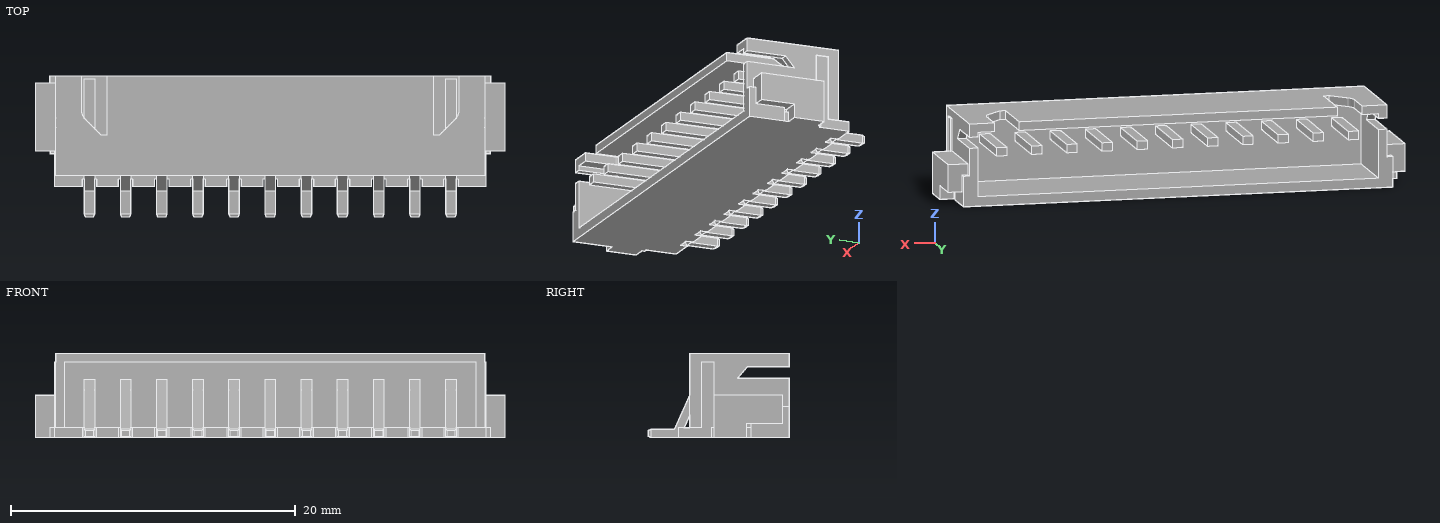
import cadquery as cq
import math


pin_count = 11
pin_pitch = 2.54
pin_width = 0.75
pin_thickness = 0.6
pin_tip_y = -0.2
pin_top = 4.1
pin_bend_y = -6.5
foot_bend_y = -8.07
foot_end_y = -9.91
foot_taper_length = 0.2
foot_taper_inset = 0.09

housing_width = 30.14
housing_height = 5.92
housing_depth = 7.0
wall = 0.62

carrier_width = 30.34
carrier_back_y = -5.28
carrier_front_y = -6.18
base_height = 0.7
base_front_y = -7.77
pin_notch_width = 1.0
pin_notch_back_y = -7.25

latch_outer_x = 13.27
latch_inner_x = 11.48
latch_end_width = 0.39
latch_depth = 4.16
latch_arc_radius = 1.0

slot_bottom = 4.18
slot_top = 4.97
slot_bottom_depth = 3.62
slot_top_depth = 2.94

overall_width = 32.99
tab_back_y = -0.49
tab_top = 2.98
tab_underside = 1.0
tab_leg_y = -3.0
rear_rib_width = 30.98
front_rib_width = 30.92
rear_rib_height = 2.2
rib_step_y = -2.68
rib_front_y = -5.48

cavity_width = housing_width - 2 * wall
cavity_top = housing_height - wall


def block(x_range, y_range, z_range):
    """Axis-aligned block between pairs of limits."""
    sizes = [abs(b - a) for a, b in (x_range, y_range, z_range)]
    corner = [min(limits) for limits in (x_range, y_range, z_range)]
    return cq.Workplane("XY").box(*sizes, centered=False).translate(tuple(corner))


def centred_block(width, y_range, z_range):
    """Block that is symmetric about the X = 0 plane."""
    return block((-width / 2, width / 2), y_range, z_range)


def side_profile(points, width):
    """Extrude a closed (y, z) outline along X, symmetric about X = 0."""
    return cq.Workplane("YZ").polyline(points).close().extrude(width / 2, both=True)


def latch_notch():
    """Roof notch on the +X side: an outer edge curving into a 45 degree ramp."""
    ramp_end_x = latch_inner_x + latch_end_width
    quarter = math.pi / 4
    half_quarter = math.pi / 8
    arc_end_x = latch_outer_x - latch_arc_radius * (1 - math.cos(quarter))
    arc_end_y = -latch_depth + (arc_end_x - ramp_end_x)
    arc_start_y = arc_end_y + latch_arc_radius * math.sin(quarter)
    arc_mid = (
        latch_outer_x - latch_arc_radius * (1 - math.cos(half_quarter)),
        arc_start_y - latch_arc_radius * math.sin(half_quarter),
    )
    return (
        cq.Workplane("XY")
        .workplane(offset=cavity_top)
        .moveTo(latch_inner_x, 0)
        .lineTo(latch_outer_x, 0)
        .lineTo(latch_outer_x, arc_start_y)
        .threePointArc(arc_mid, (arc_end_x, arc_end_y))
        .lineTo(ramp_end_x, -latch_depth)
        .lineTo(latch_inner_x, -latch_depth)
        .close()
        .extrude(wall)
    )


def housing():
    """Shell with an open cavity, latch notches in the roof and slots in both side walls."""
    shell = centred_block(housing_width, (0, -housing_depth), (0, housing_height))
    cavity = centred_block(cavity_width, (0, -housing_depth), (base_height, cavity_top))
    side_slots = side_profile(
        [
            (0, slot_bottom),
            (-slot_bottom_depth, slot_bottom),
            (-slot_top_depth, slot_top),
            (0, slot_top),
        ],
        housing_width,
    )
    notch = latch_notch()
    return shell.cut(cavity).cut(side_slots).cut(notch).cut(notch.mirror("YZ"))


def carrier():
    """L-shaped contact carrier that closes the cavity."""
    return side_profile(
        [
            (carrier_back_y, 0),
            (base_front_y, 0),
            (base_front_y, base_height),
            (carrier_front_y, base_height),
            (carrier_front_y, cavity_top),
            (carrier_back_y, cavity_top),
        ],
        carrier_width,
    )


def pin_notch(x):
    """Notch in the front edge of the base around one pin."""
    half = pin_notch_width / 2
    return block((x - half, x + half), (base_front_y, pin_notch_back_y), (0, base_height))


def mounting_tabs():
    """Tabs on both ends, each with a leg down to the board."""
    return side_profile(
        [
            (tab_back_y, tab_top),
            (carrier_back_y, tab_top),
            (carrier_back_y, 0),
            (tab_leg_y, 0),
            (tab_leg_y, tab_underside),
            (tab_back_y, tab_underside),
        ],
        overall_width,
    )


def side_ribs():
    """High rear rib and low, slightly narrower front rib along the foot of both end walls."""
    rear = centred_block(rear_rib_width, (0, rib_step_y), (0, rear_rib_height))
    front = centred_block(front_rib_width, (rib_step_y, rib_front_y), (0, base_height))
    return rear.union(front)


def end_fittings():
    """Tabs and ribs, limited to the space outside the cavity."""
    inside = centred_block(cavity_width, (0, -housing_depth), (0, housing_height))
    return mounting_tabs().union(side_ribs()).cut(inside)


def pin():
    """Bent contact at X = 0: level blade, sloping stretch and a foot with a tapered end."""
    slope = math.atan2(pin_top - pin_thickness, pin_bend_y - foot_bend_y)
    mitre_shift = pin_thickness * math.tan(slope / 2)
    body_end_y = foot_end_y + foot_taper_length
    body = side_profile(
        [
            (pin_tip_y, pin_top),
            (pin_bend_y, pin_top),
            (foot_bend_y, pin_thickness),
            (body_end_y, pin_thickness),
            (body_end_y, 0),
            (foot_bend_y + mitre_shift, 0),
            (pin_bend_y + mitre_shift, pin_top - pin_thickness),
            (pin_tip_y, pin_top - pin_thickness),
        ],
        pin_width,
    )
    taper = (
        cq.Workplane("XZ", origin=(0, body_end_y, pin_thickness / 2))
        .rect(pin_width, pin_thickness)
        .workplane(offset=foot_taper_length)
        .rect(pin_width - 2 * foot_taper_inset, pin_thickness - 2 * foot_taper_inset)
        .loft()
    )
    return body.union(taper)


pin_positions = [(i - (pin_count - 1) / 2) * pin_pitch for i in range(pin_count)]

result = housing().union(end_fittings()).union(carrier())
for pin_x in pin_positions:
    result = result.cut(pin_notch(pin_x))
single_pin = pin()
for pin_x in pin_positions:
    result = result.union(single_pin.translate((pin_x, 0, 0)))
▬▬▬▬▬▬▬▬▬▬
WORK ITEM: Among the lines above, find those holding "translate" and copy each one.

EXERCISE OUTPUT:
    return cq.Workplane("XY").box(*sizes, centered=False).translate(tuple(corner))
    result = result.union(single_pin.translate((pin_x, 0, 0)))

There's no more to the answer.